Threshold corrections is a term that appears when you discuss effective field theories (EFTs). An EFT is an approximation of a full theory which is valid at low energies, ie below some threshold.

Let $A_{\mbox{eff}}$ be any amplitude as calculated in the EFT and $A_{\mbox{full}}$ the amplitude for the same process calculated in the full theory.

The threshold correction is defined as
$$A_{\mbox{full}}-A_{\mbox{eff}}$$
and it describes all the information that has been "integrated out" in the EFT.

It needs to be calculated/approximated somehow when the accuracy of the result of the EFT is not sufficient.

The threshold (and the region of validity) of the EFT are not fixed a priori.
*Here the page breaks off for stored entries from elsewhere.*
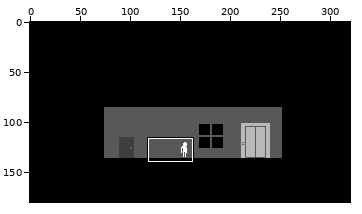
Two states of a pixel-art file, resources/sprites/indoors_scene.aseprite. The first picture is a wide view before the edit; the outline marks the close-up.
Close-up. Before:
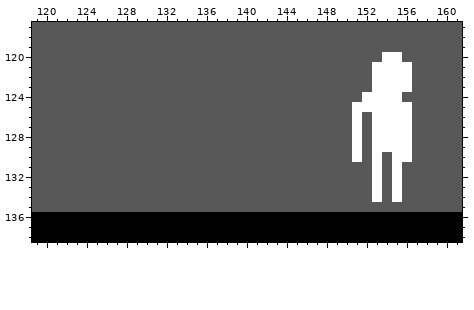
320x180 pixels, 1 frame. Colours within 5 levels of each other are drawn and written as one. Shown: x 119..161, y 117..138. The commit also changed other parts of the picture, which this record leaves out.
Once edited:
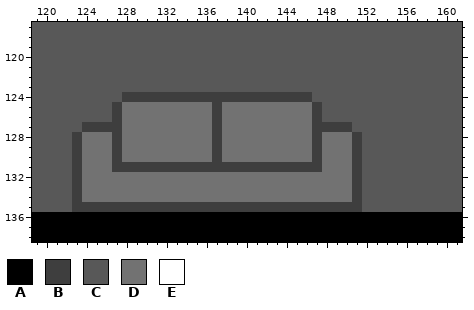
Palette (. is transparent): A #000000  B #3e3e3e  C #585858  D #727272  E #ffffff
Diff:
layer "couch" added
Layers "couch", "player":
y 120: x 154..155 EE -> CC
y 121..123: x 153..156 EEEE -> CCCC
y 124: x 128..146 CCCCCCCCCCCCCCCCCCC -> BBBBBBBBBBBBBBBBBBB; x 152..155 EEEE -> CCCC
y 125: x 127..147 CCCCCCCCCCCCCCCCCCCCC -> BDDDDDDDDDBDDDDDDDDDB; x 151..156 EEEEEE -> CCCCCC
y 126: x 127..147 CCCCCCCCCCCCCCCCCCCCC -> BDDDDDDDDDBDDDDDDDDDB; x 151 E -> C; x 153..156 EEEE -> CCCC
y 127: x 124..151 CCCCCCCCCCCCCCCCCCCCCCCCCCCE -> BBBBDDDDDDDDDBDDDDDDDDDBBBBC; x 153..156 EEEE -> CCCC
y 128..129: x 123..151 CCCCCCCCCCCCCCCCCCCCCCCCCCCCE -> BDDDBDDDDDDDDDBDDDDDDDDDBDDDB; x 153..156 EEEE -> CCCC
y 130: x 123..151 CCCCCCCCCCCCCCCCCCCCCCCCCCCCE -> BDDDBDDDDDDDDDBDDDDDDDDDBDDDB; x 153 E -> C; x 155..156 EE -> CC
y 131: x 123..151 CCCCCCCCCCCCCCCCCCCCCCCCCCCCC -> BDDDBBBBBBBBBBBBBBBBBBBBBDDDB; x 153 E -> C; x 155 E -> C
y 132..134: x 123..151 CCCCCCCCCCCCCCCCCCCCCCCCCCCCC -> BDDDDDDDDDDDDDDDDDDDDDDDDDDDB; x 153 E -> C; x 155 E -> C
y 135: x 123..151 CCCCCCCCCCCCCCCCCCCCCCCCCCCCC -> BBBBBBBBBBBBBBBBBBBBBBBBBBBBB

There are two different ways to think about this:

i)We can either set the threshold/scale at a value we desire and then keep as many terms in the expansion as required (truncating the rest), so that the theory is valid to the desired accuracy below that scale.

or

ii) Decide to keep a certain number of terms and then calculate the threshold to which this calculation gives acceptably accurate results.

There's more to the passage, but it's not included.